The measure does not prevent employers from asking job applicants any questions about their health but stipulates that they are only allowed to do so for specific purposes, for example deciding whether a job applicant can carry out a function that is essential (‘intrinsic’) to the work concerned.
The Act also contains provisions that allow positive action specifically in the process of recruitment and promotion, in limited circumstances. These provisions mean that it is not unlawful to recruit or promote a disabled candidate who is of equal merit, in relation to the specific job or position for which they have applied, to another candidate for the same post if the employer reasonably thinks that people with a disability are under-represented in the workforce or suffer a disadvantage connected to their disability.

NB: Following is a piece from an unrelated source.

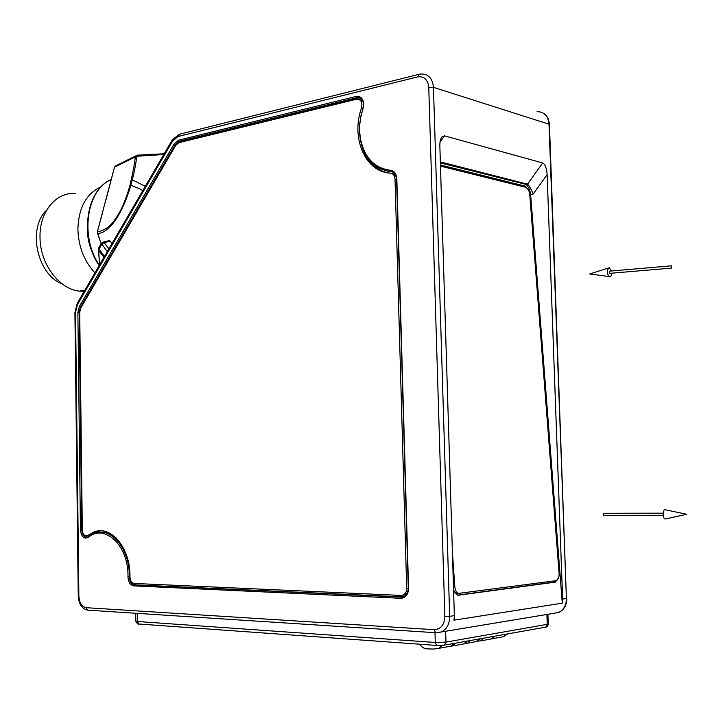 <?xml version="1.0" encoding="UTF-8"?>
<svg xmlns="http://www.w3.org/2000/svg" width="723" height="723" viewBox="0 0 723 723"><rect width="100%" height="100%" fill="white"/><g stroke="black" fill="none" stroke-linecap="round" stroke-linejoin="round"><path stroke-width="1.08" d="M671.414 265.811L671.387 268.106L671.414 265.811M671.224 265.847L609.48 271.152L609.697 273.357M611.739 273.186C611.405 276.059 610.483 277.171 608.965 276.52C606.606 272.698 606.724 269.778 609.308 267.763L611.568 270.989M90.836 247.962L87.736 233.258M87.32 226.905C87.103 236.349 89.01 245.368 93.023 253.945M101.211 186.724C86.29 193.502 78.527 207.727 77.903 229.399C78.509 246.706 84.184 261.211 94.939 272.914M142.747 190.691L139.584 188.703L130.809 185.242M75.364 193.475C56.15 191.866 39.404 211.794 40.009 237.027C39.828 263.506 59.042 289.272 79.376 291.134L84.211 291.351M145.287 186.335L132.255 179.792M46.606 210.203C27.094 228.314 37.099 274.731 62.259 283.976M102.612 211.947L105.883 199.593M163.796 154.505L136.828 156.258C131.333 198.509 113.222 233.402 97.569 233.421L101.093 243.732M112.164 243.29L109.327 240.623L103.244 242.024M106.1 199.358L114.424 167.365M164.22 153.773L137.641 155.156L135.337 156.882C134.559 163.886 132.824 173.068 130.14 184.401C128.811 190.013 124.826 202.124 120.587 210.529C115.87 219.015 111.532 224.699 107.591 227.582C102.214 230.727 98.87 232.083 97.542 231.658L97.37 233.24M97.334 231.866L102.829 211.712M137.334 155.183L135.337 156.882L114.641 167.121L116.511 165.468L135.879 155.87M104.464 256.529L98.563 248.125L101.347 243.299L102.928 242.097L104.085 242.603L101.645 244.401L98.518 250.257L98.22 249.182M363.036 108.631L361.039 115.834L359.819 124.058L359.702 132.228L360.416 138.563C364.383 157.578 374.369 168.161 390.384 170.294C394.252 170.899 396.394 173.665 396.819 178.608L408.549 588.486C408.233 594.64 405.657 597.912 400.831 598.292L133.782 585.883C130.221 585.142 128.278 582.096 127.962 576.737C129.001 546.019 104.79 523.009 88.287 537.415C83.967 539.295 81.356 536.8 80.452 529.95L77.867 312.453L79.331 306.534L174.234 143.76L178.391 140.235L356.023 96.466C360.09 95.879 362.63 98.012 363.633 102.883L363.452 107.131L360.922 115.879L359.674 124.284L359.557 132.625L360.28 139.096C364.338 158.536 374.541 169.345 390.908 171.541L390.384 170.294M75.535 312.417L77.488 304.528L77.225 303.362L74.921 312.589L75.535 312.417L78.87 596.195C79.394 602.874 81.807 606.705 86.118 607.691L434.18 629.697C440.831 629.245 444.392 624.844 444.862 616.502L428.766 87.366C427.826 79.611 424.13 76.123 417.677 76.891L178.048 136.539L179.873 134.144L418.527 74.442M396.819 178.608L396.629 178.924C396.249 174.541 394.342 172.083 390.908 171.541M362.964 108.522L363.488 103.416C362.711 99.422 360.669 97.478 357.361 97.596L356.728 97.713L356.023 96.466M178.391 140.235L179.105 141.337L356.728 97.713L358.002 98.084L182.259 141.166L179.042 142.63M180.524 141.645L179.105 141.337L175.409 144.455L174.234 143.76M79.331 306.534L80.452 307.167L175.409 144.455L176.195 144.627M81.211 307.239L80.452 307.167L79.15 312.435L77.867 312.453M80.452 529.95L81.744 529.914L79.15 312.435L79.711 312.481M82.314 529.887L81.744 529.914C82.259 535.083 84.193 537.505 87.564 537.162L88.721 536.547L88.287 537.415M127.962 576.737L129.309 576.737C130.095 549.86 111.649 526.904 95.282 533.032L88.721 536.547M129.932 576.674L129.309 576.737C129.589 581.5 131.315 584.202 134.487 584.853L133.782 585.883M400.831 598.292L401.491 597.081L134.487 584.853L403.091 596.918M402.765 596.909L403.832 596.674C406.778 595.237 408.278 592.471 408.332 588.359L408.549 588.486M396.629 178.924L408.332 588.359M537.081 111.667C544.121 111.74 548.088 115.816 549.001 123.895L566.398 598.499L562.611 599.078L547.139 174.623C546.624 168.088 545.142 164.202 542.693 162.964L444.41 135.816L441.672 137.117C440.37 139.123 439.765 142.115 439.855 146.091L454.36 615.635L449.679 616.348L433.457 87.347C432.544 78.382 428.405 73.936 421.066 74.008L419.367 74.225L417.677 76.891M392.372 171.857L386.868 170.989M359.946 97.976L358.002 98.084M85.332 535.779L87.474 537.189M100.334 532.182C105.802 531.712 110.999 533.574 115.942 537.776M132.698 583L135.816 584.726M547.139 174.623L533.095 194.116C531.405 189.453 529.543 186.136 527.51 184.166L440.343 161.898M562.611 599.078L562.286 603.163L530.637 194.677C529.896 188.965 527.926 185.431 524.726 184.076L440.37 162.883M562.286 603.163L454.008 620.162L454.36 615.635M359.331 99.539L361.346 100.262L363.235 102.16M361.22 115.02L360.922 115.879M359.566 132.815C361.301 153.936 370.248 167.194 386.407 172.571M391.694 173.412L391.947 173.475C394.74 173.909 396.285 175.915 396.593 179.467L408.278 588.151C408.233 591.486 407.013 593.737 404.618 594.893L402.72 595.228M100.154 530.809L96.439 531.586L88.694 535.734L87.456 535.806M528.396 189.815L524.88 186.037L440.434 164.989M453.574 590.185L457.198 595.029L458.626 595.192L555.418 582.123L558.689 577.659M408.278 588.151L406.697 588.35L395.02 179.105C394.722 175.553 393.167 173.547 390.384 173.104C365.332 172.164 350.628 137.858 361.527 107.98C362.657 102.467 361.148 99.512 356.972 99.105L178.816 142.684L175.806 145.224L80.768 307.998L79.711 312.282L82.314 529.941C82.729 534.143 84.302 536.105 87.04 535.833L88.694 535.734M89.634 535.228L87.04 535.833M87.98 535.327L94.785 531.685C111.685 525.359 130.746 549.073 129.932 576.855C130.158 580.732 131.568 582.928 134.144 583.452L401.129 595.427L404.618 594.893M406.697 588.35C406.642 591.685 405.422 593.935 403.027 595.101M440.461 165.748L523.425 186.38L524.88 186.037M524.717 187.049L523.425 186.38M555.418 582.123L553.827 582.151L555.906 580.686M553.827 582.151L457.569 595.137M454.731 592.824L457.026 593.601M440.47 166.127L525.72 187.302C527.917 188.224 529.263 190.646 529.769 194.559L559.105 573.438C559.213 577.56 558.201 579.963 556.077 580.659L458.391 593.42C456.376 592.462 455.183 590.221 454.803 586.678L452.408 552.273M455.409 643.19L452.625 645.919L450.203 646.299M461.699 644.292L463.886 643.895L466.651 641.193M483.551 638.183L480.804 640.849L477.406 641.156M489.335 639.313L491.504 638.924L494.243 636.285M449.182 646.489L451.378 646.091L454.125 643.416M494.948 636.159L492.236 638.743L490.339 639.132M473.33 642.141L474.595 641.916M480.117 638.798L476.285 641.599L473.24 642.16M469.661 640.659L468.061 643.081L466.416 643.199L466.109 642.069M663.127 513.167L603.452 513.285L603.497 515.508M665.25 518.997L686.85 514.288L665.964 509.914C662.874 507.374 661.988 518.608 665.25 518.997L666.028 518.834M99.367 265.287C79.711 236.629 86.498 189.851 111.179 179.602M108.929 248.857L104.085 242.603L110.483 241.13M77.488 304.528L172.508 141.229L172.119 140.19L77.225 303.362M101.347 243.299L107.275 251.694M99.602 264.889L98.518 250.257L103.976 257.361M78.247 596.068L74.921 312.643M172.508 141.229L178.048 136.539M553.963 613.276L558.527 612.526C563.723 609.968 566.353 605.296 566.398 598.499L549.435 124.329L433.457 87.347L428.766 87.366M86.118 607.691L87.537 610.131L88.287 610.23L87.564 610.14M434.18 629.697L435.589 632.706L87.537 610.14C81.97 608.82 78.87 604.139 78.247 596.095L78.87 596.195M444.862 616.502L449.679 616.348C449.607 623.949 446.832 629.137 441.373 631.929L436.547 632.779M566.823 598.391C566.733 605.341 563.967 610.058 558.527 612.526L436.312 632.815M444.41 135.816L440.009 142.341M542.693 162.964L527.51 184.166M530.637 194.677L533.095 194.116M362.196 99.901L361.346 100.262M361.048 98.653L361.337 100.063M180.958 142.16L182.259 141.166M86.055 536.62L85.938 535.933M526.597 183.642L524.726 184.076M361.527 107.98L363 108.396M395.02 179.105L396.593 179.467M135.825 621.111L137.433 621.509L137.316 613.366M434.993 632.67L435.282 642.458L137.433 621.509L138.834 624.003C138.129 624.573 137.135 623.642 135.825 621.22L135.716 613.258M442.973 645.395L436.665 645.431L435.282 642.458L445.974 642.105L445.639 631.224M546.904 614.451L547.257 624.338L445.974 642.105L444.356 645.151L545.711 627.13L547.257 624.338L548.26 623.85L547.917 614.279M457.948 595.201L458.626 595.192M138.888 624.012L436.665 645.431L443.38 645.341M544.735 627.302L545.711 627.121C547.094 627.157 547.953 626.127 548.269 624.021M454.803 586.678L453.475 586.705M436.9 648.703L439.051 648.296L441.87 645.494M506.118 634.17L503.434 636.719L501.283 637.117M215.138 629.498L222.684 630.04M609.444 273.375L671.387 268.106M608.513 268.016L589.679 273.963L608.965 276.52M79.376 291.134L84.835 290.275M99.178 265.621C79.178 236.963 86.037 189.86 111.179 179.593M115.418 165.91L114.433 167.311L97.352 231.821L101.057 243.805M99.539 264.998L98.563 248.125M179.024 134.342L172.119 140.19M545.124 114.514C547.383 116.258 548.82 119.467 549.435 124.157M360.416 138.563L360.28 139.096M363.488 103.416L363.633 102.883M358.635 97.967L357.361 97.596M94.785 531.685L96.439 531.586M458.391 593.42L455.788 593.466M452.625 645.919L463.886 643.895M480.804 640.849L491.504 638.924M451.378 646.091L439.051 648.305C432.535 649.227 434.622 649.1 427.79 648.838C424.871 649.137 422.142 647.591 419.593 644.202M480.551 638.716L476.213 641.626M465.142 643.118L468.061 643.081M476.285 641.608L468.061 643.09M507.781 633.872L503.434 636.728L492.236 638.743M215.617 629.525L222.386 630.013M663.19 515.463L603.253 515.508"/></g></svg>
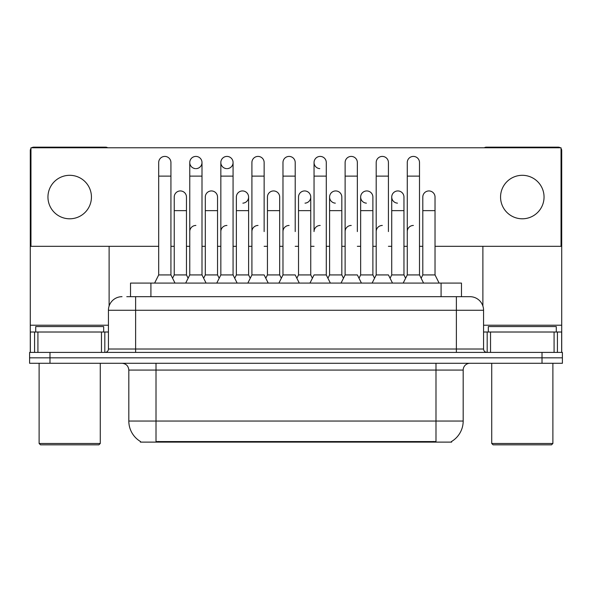 <?xml version="1.0" encoding="UTF-8"?>
<svg xmlns="http://www.w3.org/2000/svg" width="592" height="592" viewBox="0 0 592 592"><rect width="100%" height="100%" fill="white"/><g stroke="black" fill="none" stroke-linecap="round" stroke-linejoin="round"><path stroke-width="0.89" d="M130.529 296.681L130.529 283.087L461.471 283.087L461.471 296.681M451.629 441.447L451.629 442.113L140.371 442.113L140.371 441.447M140.578 441.565A23.784 23.784 0 0 1 128.819 421.045L156.007 421.045L156.007 441.565L435.993 441.565L435.993 421.045L463.181 421.045L463.181 370.074A6.793 6.793 0 0 1 469.974 363.281M128.819 421.045L128.819 370.074C128.42 365.945 126.155 363.68 122.026 363.281M451.422 441.565A23.784 23.784 0 0 0 463.181 421.045M49.987 352.403L562.4 352.403L562.4 357.842L29.6 357.842L29.6 363.281L49.987 363.281L49.987 357.842L29.6 357.842L29.6 352.403L49.987 352.403L49.987 357.842L562.4 357.842L562.4 363.281L49.987 363.281M127.095 296.681L465.216 296.681M126.784 296.681L135.62 296.681L135.62 310.275L108.432 310.275L108.432 349.006A3.397 3.397 0 0 1 105.036 352.403M122.026 296.681A13.594 13.594 0 0 0 108.432 310.275M483.568 310.275L456.38 310.275L456.38 296.681L469.974 296.681A13.594 13.594 0 0 1 483.568 310.275L483.568 349.006C483.753 351.056 484.885 352.188 486.964 352.403M403.182 283.087L407.266 274.932L419.499 274.932L423.576 283.087M419.499 274.932L419.499 162.526A6.12 6.12 0 0 0 413.379 156.414A6.12 6.12 0 0 1 413.764 156.421M407.266 274.932L407.266 176.12L419.499 176.12M407.266 176.12L407.266 162.526A6.12 6.12 0 0 1 413.379 156.414M421.149 278.233L422.799 274.932L435.031 274.932L439.109 283.087M435.031 274.932L435.031 197.055A6.12 6.12 0 0 0 429.296 190.95A6.12 6.12 0 0 1 435.031 197.055M422.799 274.932L422.799 210.641L435.031 210.641M422.799 210.641L422.799 197.055A6.12 6.12 0 0 1 429.296 190.95M407.266 231.576A6.12 6.12 0 0 1 413.379 225.456M372.116 283.087L376.194 274.932L388.426 274.932L392.503 283.087M388.426 231.576L388.426 162.526A6.12 6.12 0 0 0 382.306 156.414A6.12 6.12 0 0 1 382.691 156.421M376.194 274.932L376.194 176.12L388.426 176.12M376.194 176.12L376.194 162.526A6.12 6.12 0 0 1 382.306 156.414M341.044 283.087L345.121 274.932L357.353 274.932L361.431 283.087M357.353 231.576L357.353 162.526A6.12 6.12 0 0 0 351.234 156.414A6.12 6.12 0 0 1 351.618 156.421M309.971 283.087L314.049 274.932L326.281 274.932L327.931 278.233L329.589 274.932L341.821 274.932L343.471 278.233L345.121 274.932L345.121 176.12L357.353 176.12M345.121 176.12L345.121 162.526A6.12 6.12 0 0 1 351.234 156.414M320.168 225.456A6.12 6.12 0 0 0 314.049 231.576L314.049 176.12L326.281 176.12L326.281 274.932L330.358 283.087M314.049 176.12L314.049 162.526A6.12 6.12 0 0 1 320.553 156.421A6.12 6.12 0 0 1 326.281 162.526L326.281 176.12M278.899 283.087L282.976 274.932L295.208 274.932L299.286 283.087M295.208 231.576L295.208 162.526A6.12 6.12 0 0 0 289.096 156.414A6.12 6.12 0 0 1 289.481 156.421M265.793 278.233L267.443 274.932L279.676 274.932L281.326 278.233L282.976 274.932L282.976 176.12L295.208 176.12M282.976 176.12L282.976 162.526A6.12 6.12 0 0 1 289.096 156.414M390.076 278.233L391.726 274.932L403.959 274.932L405.609 278.233M403.959 274.932L403.959 197.055A6.12 6.12 0 0 0 398.231 190.95A6.12 6.12 0 0 1 403.959 197.055M391.726 274.932L391.726 210.641L403.959 210.641M391.726 210.641L391.726 197.055A6.12 6.12 0 0 1 398.231 190.95M359.004 278.233L360.654 274.932L372.886 274.932L374.544 278.233M372.886 274.932L372.886 197.055A6.12 6.12 0 0 0 367.158 190.95A6.12 6.12 0 0 1 372.886 197.055M360.654 274.932L360.654 210.641L372.886 210.641M360.654 210.641L360.654 197.055A6.12 6.12 0 0 1 367.158 190.95M341.821 274.932L341.821 197.055A6.12 6.12 0 0 0 336.086 190.95A6.12 6.12 0 0 1 341.821 197.055M329.589 274.932L329.589 210.641L341.821 210.641M329.589 210.641L329.589 197.055A6.12 6.12 0 0 1 336.086 190.95M376.194 231.576A6.12 6.12 0 0 1 382.306 225.456M101.469 352.403L101.469 332.016L37.925 332.016L37.925 352.403M107.663 147.778A3.397 3.397 0 0 0 105.716 147.171L33.677 147.171A3.397 3.397 0 0 0 31.731 147.778M30.962 148.525A3.397 3.397 0 0 0 30.281 150.568L30.281 332.016L37.925 332.016M109.113 246.324L109.113 306.027M101.469 332.016L108.432 332.016M30.281 352.403L30.281 332.016M554.075 352.403L554.075 332.016L490.531 332.016L490.531 352.403M561.719 352.403L561.719 332.016L561.719 352.403M560.269 147.778A3.397 3.397 0 0 0 558.323 147.171L486.284 147.171A3.397 3.397 0 0 0 484.337 147.778M482.887 246.324L482.887 306.027M561.038 148.525A3.397 3.397 0 0 1 561.719 150.568L561.719 332.016L557.42 332.016L557.42 352.403M483.568 332.016L490.531 332.016M554.075 332.016L557.42 332.016M103.674 332.016L103.674 326.584L35.72 326.584L35.72 332.016M39.116 363.281L39.116 443.475L100.277 443.475L100.277 363.281M100.277 443.475L98.916 444.829L40.471 444.829L39.116 443.475M556.28 332.016L556.28 326.584L488.326 326.584L488.326 332.016M491.723 363.281L491.723 443.475L552.884 443.475L552.884 363.281M552.884 443.475L551.529 444.829L493.084 444.829L491.723 443.475M206.075 283.087L201.998 274.932L189.766 274.932L189.766 162.526A6.12 6.12 0 0 1 195.885 156.414A6.12 6.12 0 0 0 189.766 162.334A6.12 6.12 0 0 0 195.501 168.631M237.148 283.087L233.07 274.932L220.838 274.932L220.838 162.526A6.12 6.12 0 0 1 226.951 156.414A6.12 6.12 0 0 0 220.838 162.334A6.12 6.12 0 0 0 226.566 168.631M335.701 190.935A6.12 6.12 0 0 0 329.589 196.862A6.12 6.12 0 0 0 335.316 203.152M366.774 190.935A6.12 6.12 0 0 0 360.661 196.862A6.12 6.12 0 0 0 366.389 203.152M397.846 190.935A6.12 6.12 0 0 0 391.734 196.862A6.12 6.12 0 0 0 397.461 203.152M320.553 156.421A6.12 6.12 0 0 0 314.056 162.334A6.12 6.12 0 0 0 319.784 168.631M522.307 175.306A21.749 21.749 0 0 0 500.558 197.055A21.749 21.749 0 0 0 522.307 218.796A21.749 21.749 0 0 0 544.048 197.055A21.749 21.749 0 0 0 522.307 175.306M69.693 175.306A21.749 21.749 0 0 0 47.952 197.055A21.749 21.749 0 0 0 69.693 218.796A21.749 21.749 0 0 0 91.442 197.055A21.749 21.749 0 0 0 69.693 175.306M242.875 203.152A6.12 6.12 0 0 0 248.603 197.055A6.12 6.12 0 0 0 242.875 190.95A6.12 6.12 0 0 1 248.603 197.055L248.603 274.932L250.253 278.233L251.911 274.932L264.143 274.932L268.22 283.087M227.335 168.631A6.12 6.12 0 0 0 233.07 162.526A6.12 6.12 0 0 0 226.951 156.414A6.12 6.12 0 0 1 227.335 156.421M305.013 203.152A6.12 6.12 0 0 0 310.748 197.055A6.12 6.12 0 0 0 305.013 190.95A6.12 6.12 0 0 1 310.748 197.055L310.748 274.932L312.398 278.233M435.031 246.324L561.038 246.324L561.038 147.778L30.962 147.778L30.962 246.324L158.693 246.324M170.925 246.324L174.233 246.324M186.465 246.324L189.766 246.324M201.998 246.324L205.298 246.324M217.538 246.324L220.838 246.324M233.07 246.324L236.371 246.324M248.603 246.324L251.911 246.324M264.143 246.324L267.443 246.324M279.676 246.324L282.976 246.324M295.208 246.324L298.516 246.324M310.748 246.324L314.049 246.324M326.281 246.324L329.589 246.324M341.821 246.324L345.121 246.324M357.353 246.324L360.654 246.324M372.886 246.324L376.194 246.324M388.426 246.324L391.726 246.324M403.959 246.324L407.266 246.324M419.499 246.324L422.799 246.324M196.27 168.631A6.12 6.12 0 0 0 201.998 162.526A6.12 6.12 0 0 0 195.885 156.414A6.12 6.12 0 0 1 196.27 156.421M296.866 278.233L298.516 274.932L310.748 274.932M298.516 274.932L298.516 210.641L310.748 210.641M298.516 210.641L298.516 197.055A6.12 6.12 0 0 1 305.013 190.95M345.121 231.576A6.12 6.12 0 0 1 351.234 225.456M326.281 274.932L326.281 231.576M282.976 274.932L282.976 231.576A6.12 6.12 0 0 1 289.096 225.456M264.143 231.576L264.143 176.12L251.911 176.12L251.911 274.932L247.833 283.087M251.911 176.12L251.911 162.526A6.12 6.12 0 0 1 258.408 156.421A6.12 6.12 0 0 1 264.143 162.526L264.143 176.12M203.648 278.233L205.298 274.932L217.538 274.932L219.188 278.233L220.838 274.932L216.761 283.087M248.603 274.932L236.371 274.932L234.721 278.233L233.07 274.932L233.07 162.526M189.766 274.932L185.688 283.087M201.998 274.932L201.998 162.526M154.616 283.087L158.693 274.932L170.925 274.932L175.003 283.087M170.925 274.932L170.925 162.526A6.12 6.12 0 0 0 164.813 156.414A6.12 6.12 0 0 1 165.198 156.421M158.693 274.932L158.693 176.12L170.925 176.12M158.693 176.12L158.693 162.526A6.12 6.12 0 0 1 164.813 156.414M279.676 274.932L279.676 197.055A6.12 6.12 0 0 0 273.941 190.95A6.12 6.12 0 0 1 279.676 197.055M267.443 274.932L267.443 210.641L279.676 210.641M267.443 210.641L267.443 197.055A6.12 6.12 0 0 1 273.941 190.95M236.371 274.932L236.371 210.641L248.603 210.641M236.371 210.641L236.371 197.055A6.12 6.12 0 0 1 242.875 190.95M217.538 274.932L217.538 197.055A6.12 6.12 0 0 0 211.803 190.95A6.12 6.12 0 0 1 217.538 197.055M205.298 274.932L205.298 210.641L217.538 210.641M205.298 210.641L205.298 197.055A6.12 6.12 0 0 1 211.803 190.95M172.583 278.233L174.233 274.932L186.465 274.932L188.115 278.233M186.465 274.932L186.465 197.055A6.12 6.12 0 0 0 180.73 190.95A6.12 6.12 0 0 1 186.465 197.055M174.233 274.932L174.233 210.641L186.465 210.641M174.233 210.641L174.233 197.055A6.12 6.12 0 0 1 180.73 190.95M251.911 274.932L251.911 231.576A6.12 6.12 0 0 1 258.023 225.456M233.07 274.932L233.07 231.576M220.838 231.576A6.12 6.12 0 0 1 226.951 225.456M189.766 231.576A6.12 6.12 0 0 1 195.885 225.456M433.277 442.113L433.277 441.447M158.723 442.113L158.723 441.447M150.916 296.681L150.916 283.087M441.084 296.681L441.084 283.087M435.993 363.281L435.993 370.074L128.819 370.074M463.181 370.074L435.993 370.074L435.993 421.045L156.007 421.045L156.007 363.281M542.013 363.281L542.013 352.403M135.62 352.403L135.62 349.006L483.568 349.006M108.432 349.006L135.62 349.006L135.62 310.275L456.38 310.275L456.38 352.403M108.432 325.223L30.281 325.223M104.814 332.016L104.814 352.403M30.333 332.016L30.333 352.403M34.58 352.403L34.58 332.016M561.719 325.223L483.568 325.223M561.667 352.403L561.667 332.016M487.186 352.403L487.186 332.016M258.023 156.414A6.12 6.12 0 0 1 258.408 156.421M220.838 176.12L233.07 176.12M189.766 176.12L201.998 176.12"/></g></svg>

This kind of positive action is only allowed where it is a proportionate way of addressing the under-representation or disadvantage. The Act does not allow an employer to appoint a less suitable candidate just because he or she is disabled and that protected characteristic is under-represented or disadvantaged.
Employers must not treat an employee unfairly who has made or supported a complaint about discrimination because of disability.
Disabled employees are also protected from harassment. Harassment is unwanted conduct that is related to a person’s disability that has the purpose or effect of creating an intimidating, hostile, degrading, humiliating or offensive environment for that person or of violating their dignity.
The Equality Act also outlaws discrimination by association and discrimination by perception.
Discrimination by association, in this context, occurs when a person is treated less favourably because they are linked or associated with someone who is disabled. The person is not themselves disabled but is treated less favourably than others because of the disability of a friend, spouse, partner, parent or another person with whom they are associated. However, an employer's duty to make reasonable adjustments applies specifically to employees who are themselves disabled and does not extend to accommodate the needs of an employee's disabled relative, for example a disabled child for whom they have caring responsibility.
Discrimination by perception, in this context, happens when a person is discriminated against because they are thought to have a disability when in fact they do not.
Guidance on employing disabled people and people with health conditions is provided by the Department for Work and Pensions.
Where a worker requires support or adaptations, employers may be able to obtain a grant from Access to Work, a specialist disability service delivered by Jobcentre Plus, to help cover the costs. For further information, see the Employer's Guide to Access to Work.